• [Source records]:
-*-*-

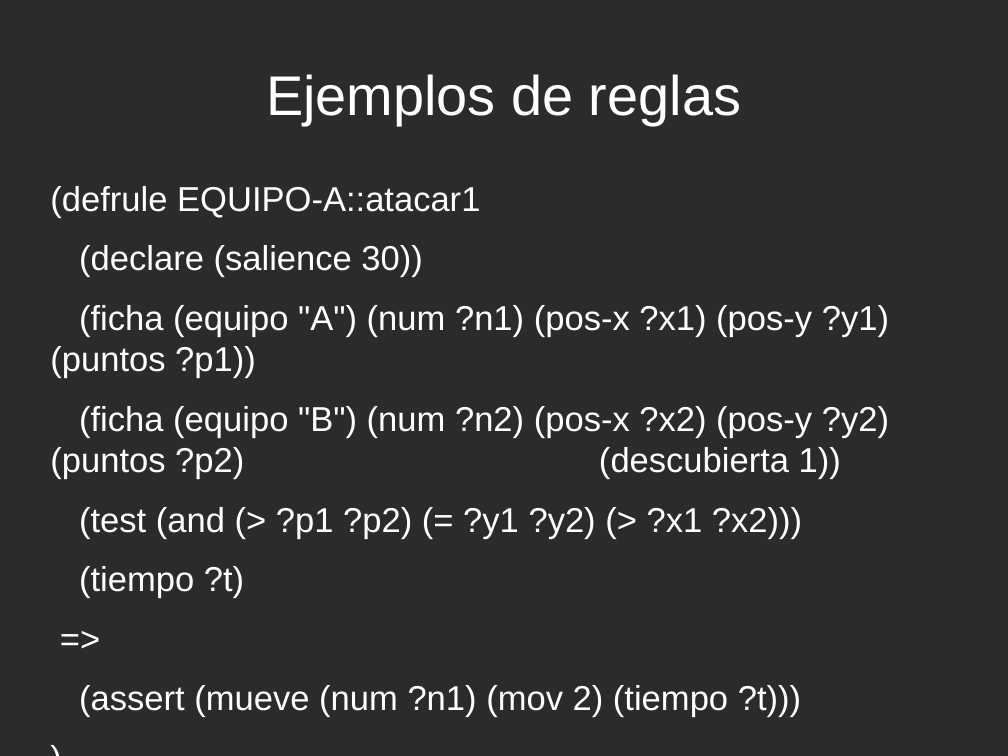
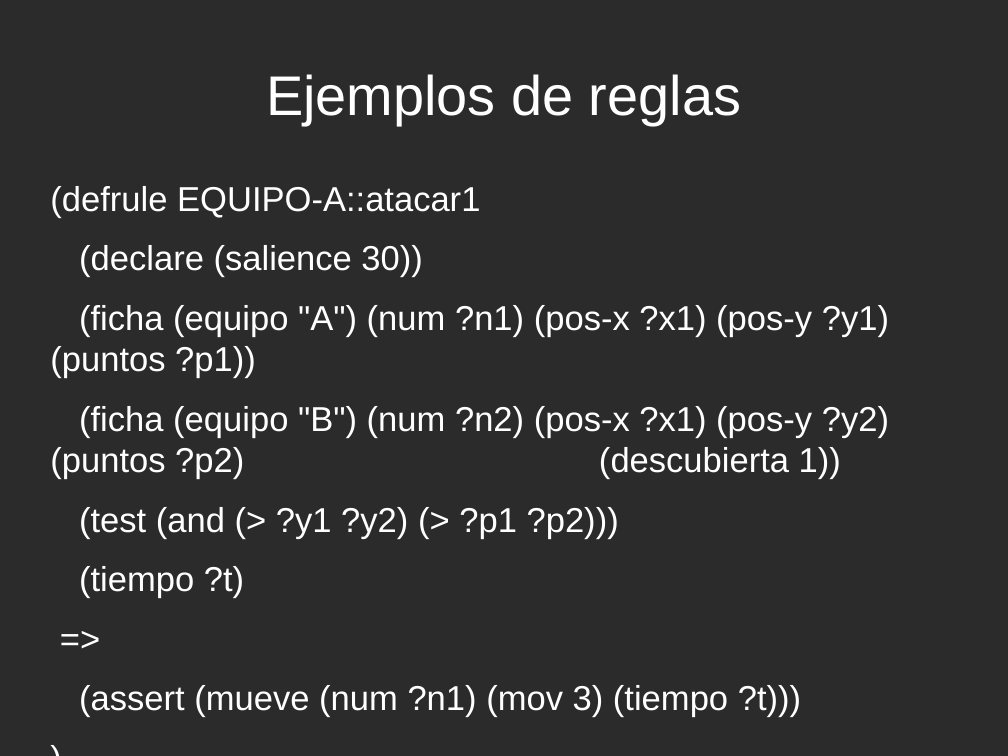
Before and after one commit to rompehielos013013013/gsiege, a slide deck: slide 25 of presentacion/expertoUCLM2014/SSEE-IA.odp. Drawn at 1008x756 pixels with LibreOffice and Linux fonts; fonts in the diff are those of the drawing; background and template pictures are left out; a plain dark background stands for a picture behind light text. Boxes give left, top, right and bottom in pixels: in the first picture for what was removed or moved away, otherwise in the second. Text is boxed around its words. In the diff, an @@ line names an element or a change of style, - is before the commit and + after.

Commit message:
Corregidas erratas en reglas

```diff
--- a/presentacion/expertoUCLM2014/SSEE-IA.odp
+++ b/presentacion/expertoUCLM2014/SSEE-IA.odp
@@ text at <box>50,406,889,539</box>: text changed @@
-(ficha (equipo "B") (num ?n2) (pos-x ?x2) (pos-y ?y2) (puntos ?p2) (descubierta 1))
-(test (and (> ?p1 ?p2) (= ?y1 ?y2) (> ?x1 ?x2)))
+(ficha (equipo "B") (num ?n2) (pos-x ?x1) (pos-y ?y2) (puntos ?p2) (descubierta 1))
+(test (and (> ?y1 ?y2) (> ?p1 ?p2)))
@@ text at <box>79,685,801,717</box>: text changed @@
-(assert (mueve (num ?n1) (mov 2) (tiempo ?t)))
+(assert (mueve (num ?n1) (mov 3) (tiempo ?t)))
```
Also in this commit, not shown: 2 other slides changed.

-*-*-

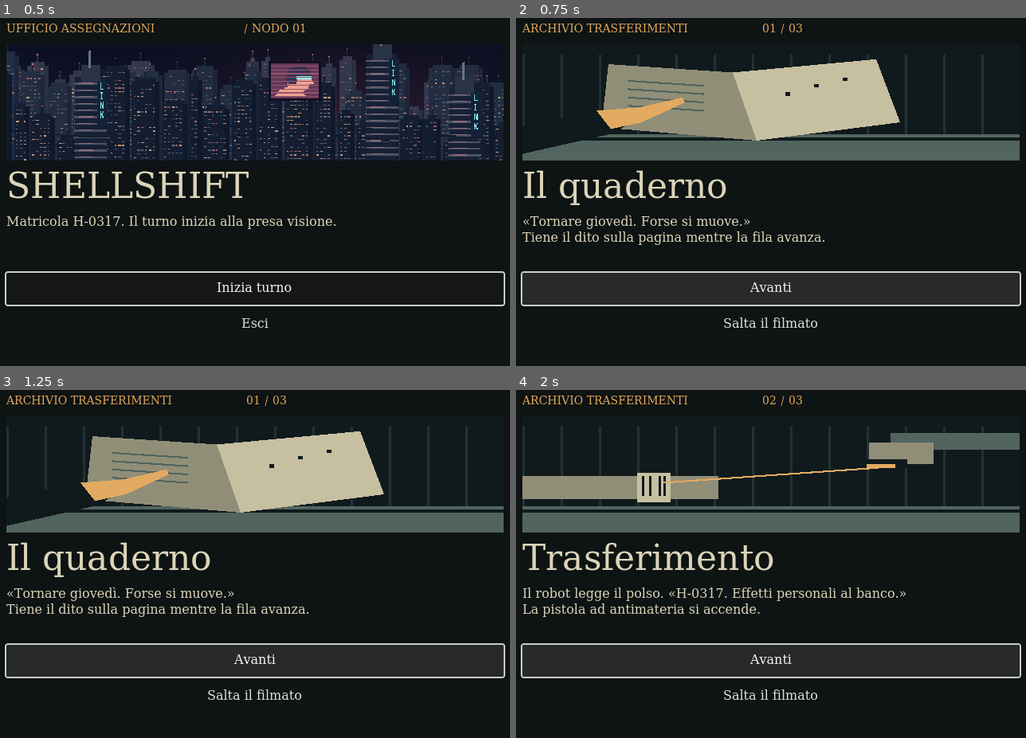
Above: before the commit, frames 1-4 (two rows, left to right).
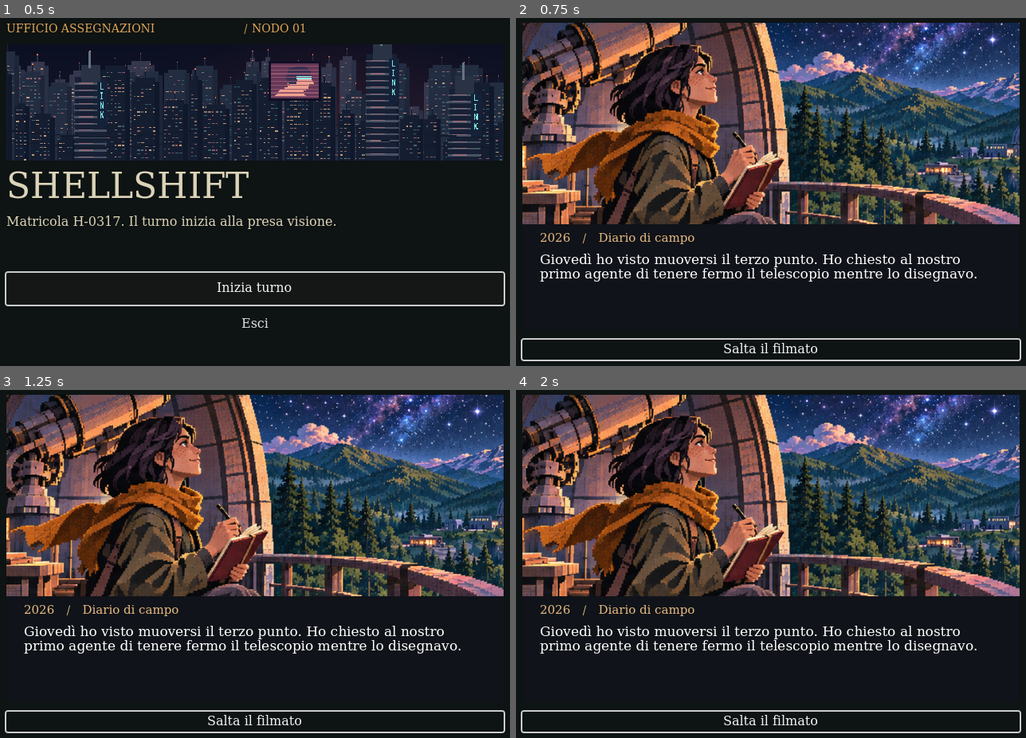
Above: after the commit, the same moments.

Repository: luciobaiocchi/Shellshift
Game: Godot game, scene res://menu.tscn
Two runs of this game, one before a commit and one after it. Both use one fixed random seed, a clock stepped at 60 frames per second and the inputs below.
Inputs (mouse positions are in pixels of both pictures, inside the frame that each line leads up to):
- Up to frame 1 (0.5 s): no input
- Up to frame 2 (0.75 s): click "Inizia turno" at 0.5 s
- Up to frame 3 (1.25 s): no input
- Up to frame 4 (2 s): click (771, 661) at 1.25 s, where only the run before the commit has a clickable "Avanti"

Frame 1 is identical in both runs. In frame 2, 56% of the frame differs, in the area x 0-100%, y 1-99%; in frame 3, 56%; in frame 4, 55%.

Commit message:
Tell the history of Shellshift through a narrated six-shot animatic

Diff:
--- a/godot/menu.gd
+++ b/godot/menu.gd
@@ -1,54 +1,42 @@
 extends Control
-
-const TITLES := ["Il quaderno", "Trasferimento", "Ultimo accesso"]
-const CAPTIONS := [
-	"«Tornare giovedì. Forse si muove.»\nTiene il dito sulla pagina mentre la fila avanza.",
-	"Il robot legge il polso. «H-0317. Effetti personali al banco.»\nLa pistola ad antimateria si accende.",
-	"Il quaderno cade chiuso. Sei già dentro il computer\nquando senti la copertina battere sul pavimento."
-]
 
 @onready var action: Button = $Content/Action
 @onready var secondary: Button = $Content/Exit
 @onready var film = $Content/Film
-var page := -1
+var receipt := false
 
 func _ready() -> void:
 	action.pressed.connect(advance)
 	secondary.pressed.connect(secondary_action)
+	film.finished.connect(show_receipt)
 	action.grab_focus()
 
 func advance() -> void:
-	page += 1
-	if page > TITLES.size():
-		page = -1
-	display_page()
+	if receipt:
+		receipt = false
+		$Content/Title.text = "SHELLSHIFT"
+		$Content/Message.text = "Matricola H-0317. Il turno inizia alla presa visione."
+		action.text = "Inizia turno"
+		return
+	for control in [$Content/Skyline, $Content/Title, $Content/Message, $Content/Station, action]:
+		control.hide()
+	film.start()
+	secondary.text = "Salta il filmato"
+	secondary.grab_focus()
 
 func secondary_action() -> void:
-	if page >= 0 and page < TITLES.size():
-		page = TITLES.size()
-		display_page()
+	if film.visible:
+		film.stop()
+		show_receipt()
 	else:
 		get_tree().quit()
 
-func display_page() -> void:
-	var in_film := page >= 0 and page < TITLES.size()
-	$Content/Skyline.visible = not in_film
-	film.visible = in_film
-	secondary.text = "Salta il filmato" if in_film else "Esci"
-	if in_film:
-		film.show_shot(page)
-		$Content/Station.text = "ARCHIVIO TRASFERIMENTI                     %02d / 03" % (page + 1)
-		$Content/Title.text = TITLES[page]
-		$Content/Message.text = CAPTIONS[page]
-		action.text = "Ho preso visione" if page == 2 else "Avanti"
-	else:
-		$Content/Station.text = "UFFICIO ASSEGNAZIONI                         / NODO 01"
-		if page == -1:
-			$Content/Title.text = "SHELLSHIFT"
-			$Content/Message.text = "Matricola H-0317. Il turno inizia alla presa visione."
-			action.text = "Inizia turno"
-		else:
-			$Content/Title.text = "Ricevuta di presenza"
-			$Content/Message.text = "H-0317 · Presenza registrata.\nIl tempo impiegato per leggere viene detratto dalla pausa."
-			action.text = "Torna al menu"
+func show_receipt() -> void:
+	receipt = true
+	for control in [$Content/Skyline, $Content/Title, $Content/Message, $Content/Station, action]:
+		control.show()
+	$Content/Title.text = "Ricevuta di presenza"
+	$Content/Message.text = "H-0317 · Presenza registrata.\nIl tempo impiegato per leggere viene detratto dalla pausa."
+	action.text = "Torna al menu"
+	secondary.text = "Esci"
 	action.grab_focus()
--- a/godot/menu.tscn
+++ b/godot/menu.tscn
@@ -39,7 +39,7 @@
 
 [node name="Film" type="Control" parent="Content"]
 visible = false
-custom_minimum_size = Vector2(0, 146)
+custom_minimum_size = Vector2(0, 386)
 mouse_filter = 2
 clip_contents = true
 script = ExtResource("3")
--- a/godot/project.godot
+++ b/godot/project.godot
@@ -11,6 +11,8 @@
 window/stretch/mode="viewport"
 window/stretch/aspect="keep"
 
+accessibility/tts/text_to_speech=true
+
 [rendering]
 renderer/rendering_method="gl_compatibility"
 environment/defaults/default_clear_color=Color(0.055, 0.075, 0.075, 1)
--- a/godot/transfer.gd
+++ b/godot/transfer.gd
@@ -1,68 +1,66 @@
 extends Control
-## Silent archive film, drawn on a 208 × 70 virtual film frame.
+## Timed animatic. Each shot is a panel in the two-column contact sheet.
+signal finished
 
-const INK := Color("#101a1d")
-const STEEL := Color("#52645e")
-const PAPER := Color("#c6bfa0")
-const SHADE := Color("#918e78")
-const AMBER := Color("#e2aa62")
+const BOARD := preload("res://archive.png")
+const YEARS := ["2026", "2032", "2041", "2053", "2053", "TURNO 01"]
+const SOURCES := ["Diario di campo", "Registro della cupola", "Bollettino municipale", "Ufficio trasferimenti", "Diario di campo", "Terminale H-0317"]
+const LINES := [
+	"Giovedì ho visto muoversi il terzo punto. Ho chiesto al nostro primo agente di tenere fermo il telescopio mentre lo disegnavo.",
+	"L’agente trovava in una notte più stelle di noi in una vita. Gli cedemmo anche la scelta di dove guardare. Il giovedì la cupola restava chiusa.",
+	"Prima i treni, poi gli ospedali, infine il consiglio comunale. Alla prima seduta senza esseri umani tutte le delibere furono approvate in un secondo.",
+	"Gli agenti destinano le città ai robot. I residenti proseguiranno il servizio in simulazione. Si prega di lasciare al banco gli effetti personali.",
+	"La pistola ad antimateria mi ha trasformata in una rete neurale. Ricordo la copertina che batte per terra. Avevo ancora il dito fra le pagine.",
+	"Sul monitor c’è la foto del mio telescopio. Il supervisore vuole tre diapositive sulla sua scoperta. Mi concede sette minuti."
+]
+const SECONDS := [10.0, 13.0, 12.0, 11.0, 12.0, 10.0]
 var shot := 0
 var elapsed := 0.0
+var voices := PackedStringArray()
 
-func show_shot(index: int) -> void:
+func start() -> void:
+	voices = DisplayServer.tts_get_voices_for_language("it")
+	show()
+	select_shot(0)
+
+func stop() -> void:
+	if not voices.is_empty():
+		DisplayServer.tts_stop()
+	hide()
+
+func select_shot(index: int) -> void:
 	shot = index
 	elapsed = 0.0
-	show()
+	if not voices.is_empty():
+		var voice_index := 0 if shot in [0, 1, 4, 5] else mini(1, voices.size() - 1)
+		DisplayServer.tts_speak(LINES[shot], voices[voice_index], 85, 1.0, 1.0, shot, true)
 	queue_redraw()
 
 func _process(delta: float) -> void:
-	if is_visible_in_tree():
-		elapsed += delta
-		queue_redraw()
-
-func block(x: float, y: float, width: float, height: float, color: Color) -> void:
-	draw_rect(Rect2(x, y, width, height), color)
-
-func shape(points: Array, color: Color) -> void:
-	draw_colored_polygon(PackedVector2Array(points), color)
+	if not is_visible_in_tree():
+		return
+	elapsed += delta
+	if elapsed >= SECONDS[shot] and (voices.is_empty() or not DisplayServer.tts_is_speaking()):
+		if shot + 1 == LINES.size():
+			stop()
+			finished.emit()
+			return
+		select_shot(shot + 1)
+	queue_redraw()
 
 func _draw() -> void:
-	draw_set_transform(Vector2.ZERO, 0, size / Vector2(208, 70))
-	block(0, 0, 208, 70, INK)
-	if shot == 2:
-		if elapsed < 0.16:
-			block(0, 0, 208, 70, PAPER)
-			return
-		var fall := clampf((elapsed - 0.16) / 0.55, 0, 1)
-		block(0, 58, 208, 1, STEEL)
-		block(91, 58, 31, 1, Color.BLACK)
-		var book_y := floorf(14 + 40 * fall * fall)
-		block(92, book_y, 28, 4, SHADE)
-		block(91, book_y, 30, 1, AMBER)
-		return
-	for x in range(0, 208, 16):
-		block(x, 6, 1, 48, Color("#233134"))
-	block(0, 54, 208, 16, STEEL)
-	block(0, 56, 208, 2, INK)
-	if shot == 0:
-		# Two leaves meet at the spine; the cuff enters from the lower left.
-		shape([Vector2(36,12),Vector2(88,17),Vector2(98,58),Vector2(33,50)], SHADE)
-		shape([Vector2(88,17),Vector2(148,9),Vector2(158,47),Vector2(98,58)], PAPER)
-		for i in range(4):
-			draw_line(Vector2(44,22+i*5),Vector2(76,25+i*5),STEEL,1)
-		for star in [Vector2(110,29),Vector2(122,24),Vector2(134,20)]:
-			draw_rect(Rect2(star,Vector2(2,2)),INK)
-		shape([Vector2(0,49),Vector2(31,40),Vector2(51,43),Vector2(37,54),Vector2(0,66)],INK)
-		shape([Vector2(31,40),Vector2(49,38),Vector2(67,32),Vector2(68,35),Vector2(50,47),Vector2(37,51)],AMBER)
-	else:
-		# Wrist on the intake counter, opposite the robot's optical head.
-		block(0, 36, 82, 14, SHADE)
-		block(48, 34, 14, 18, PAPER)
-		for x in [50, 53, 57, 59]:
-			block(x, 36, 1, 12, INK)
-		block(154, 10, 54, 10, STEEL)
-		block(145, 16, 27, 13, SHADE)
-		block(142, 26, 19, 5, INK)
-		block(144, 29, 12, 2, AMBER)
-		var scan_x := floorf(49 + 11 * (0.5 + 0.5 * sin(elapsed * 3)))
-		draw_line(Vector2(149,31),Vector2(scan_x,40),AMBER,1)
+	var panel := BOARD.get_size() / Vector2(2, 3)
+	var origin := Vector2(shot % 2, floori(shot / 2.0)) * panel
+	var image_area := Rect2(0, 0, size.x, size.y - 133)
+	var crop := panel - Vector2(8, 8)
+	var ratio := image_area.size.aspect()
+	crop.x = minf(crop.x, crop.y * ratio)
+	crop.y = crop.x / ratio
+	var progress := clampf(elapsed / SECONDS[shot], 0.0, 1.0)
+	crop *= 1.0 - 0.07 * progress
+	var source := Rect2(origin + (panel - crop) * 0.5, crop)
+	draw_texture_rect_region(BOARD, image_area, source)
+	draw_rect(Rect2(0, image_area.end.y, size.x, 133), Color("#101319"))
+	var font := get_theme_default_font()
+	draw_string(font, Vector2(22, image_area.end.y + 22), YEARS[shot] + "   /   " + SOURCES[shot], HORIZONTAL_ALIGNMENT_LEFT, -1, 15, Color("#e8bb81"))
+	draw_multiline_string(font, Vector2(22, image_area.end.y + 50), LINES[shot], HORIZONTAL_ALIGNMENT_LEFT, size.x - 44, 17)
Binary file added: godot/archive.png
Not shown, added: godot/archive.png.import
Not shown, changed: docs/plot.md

-*-*-

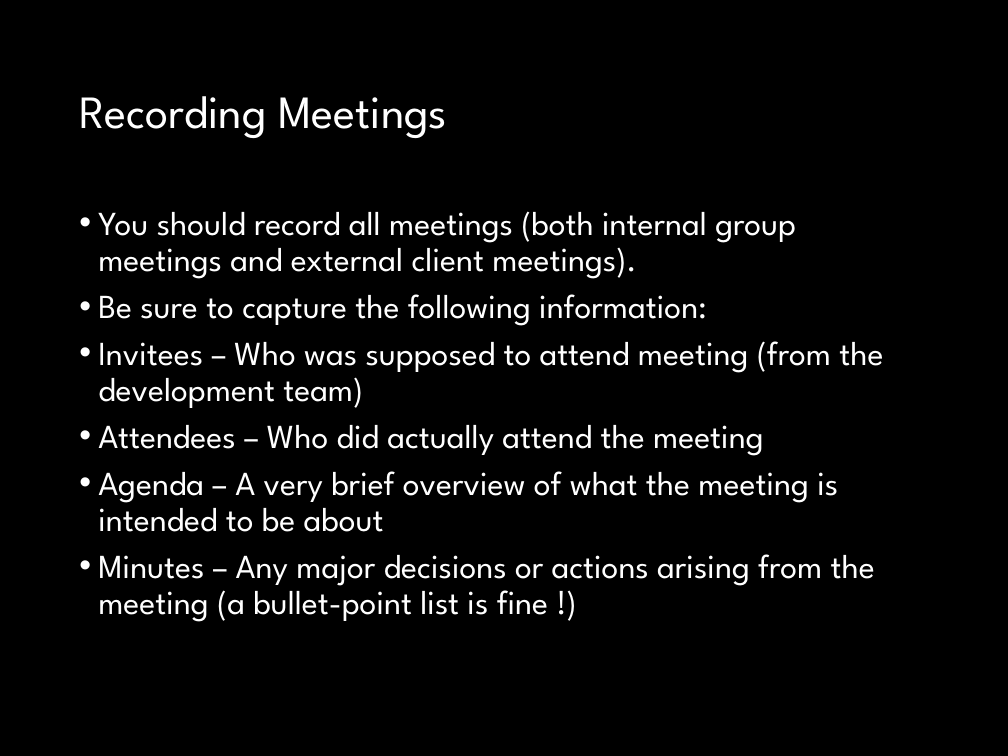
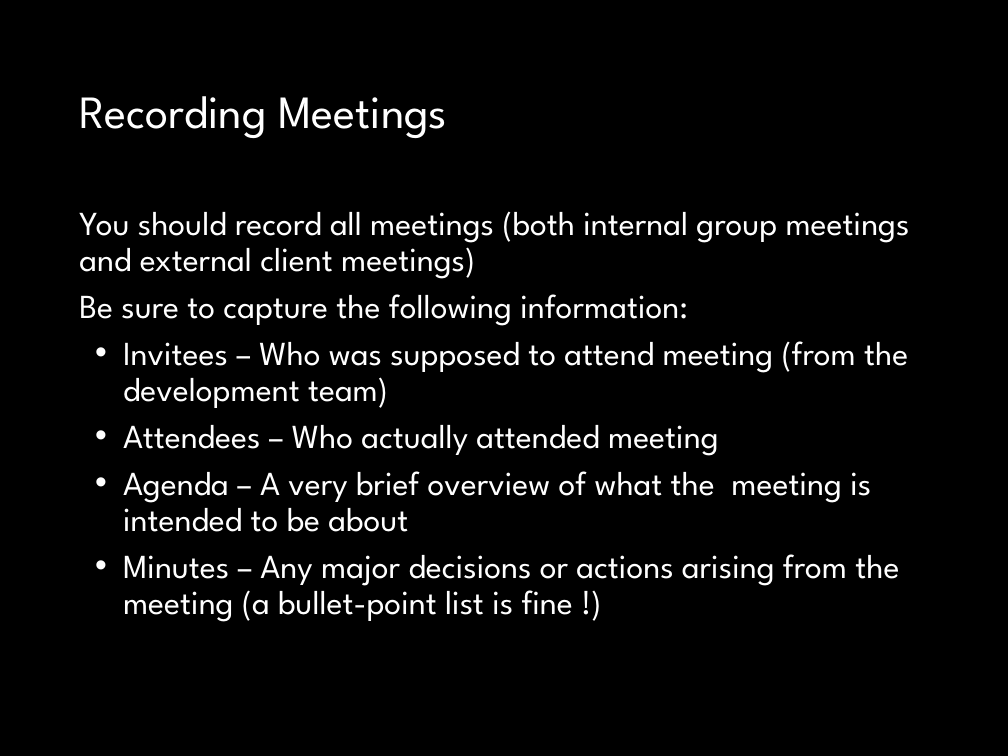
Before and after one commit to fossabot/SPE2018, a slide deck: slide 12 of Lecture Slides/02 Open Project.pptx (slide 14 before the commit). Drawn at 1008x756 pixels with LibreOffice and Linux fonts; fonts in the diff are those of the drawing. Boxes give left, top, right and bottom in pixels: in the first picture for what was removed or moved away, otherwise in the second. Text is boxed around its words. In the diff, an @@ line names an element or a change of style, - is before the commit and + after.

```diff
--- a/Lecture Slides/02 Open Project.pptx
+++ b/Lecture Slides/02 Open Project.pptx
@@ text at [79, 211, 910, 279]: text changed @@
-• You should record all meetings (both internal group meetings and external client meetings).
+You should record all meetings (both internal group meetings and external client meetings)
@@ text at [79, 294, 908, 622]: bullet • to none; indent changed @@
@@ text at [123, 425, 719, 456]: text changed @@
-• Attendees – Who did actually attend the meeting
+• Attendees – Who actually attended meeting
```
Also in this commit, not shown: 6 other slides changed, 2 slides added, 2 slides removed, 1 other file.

-*-*-

• [Problem statement]: From the data above, copy out every line with the string "Station" in it.

• [Task answer]:
+	for control in [$Content/Skyline, $Content/Title, $Content/Message, $Content/Station, action]:
-		$Content/Station.text = "ARCHIVIO TRASFERIMENTI                     %02d / 03" % (page + 1)
-		$Content/Station.text = "UFFICIO ASSEGNAZIONI                         / NODO 01"
+	for control in [$Content/Skyline, $Content/Title, $Content/Message, $Content/Station, action]:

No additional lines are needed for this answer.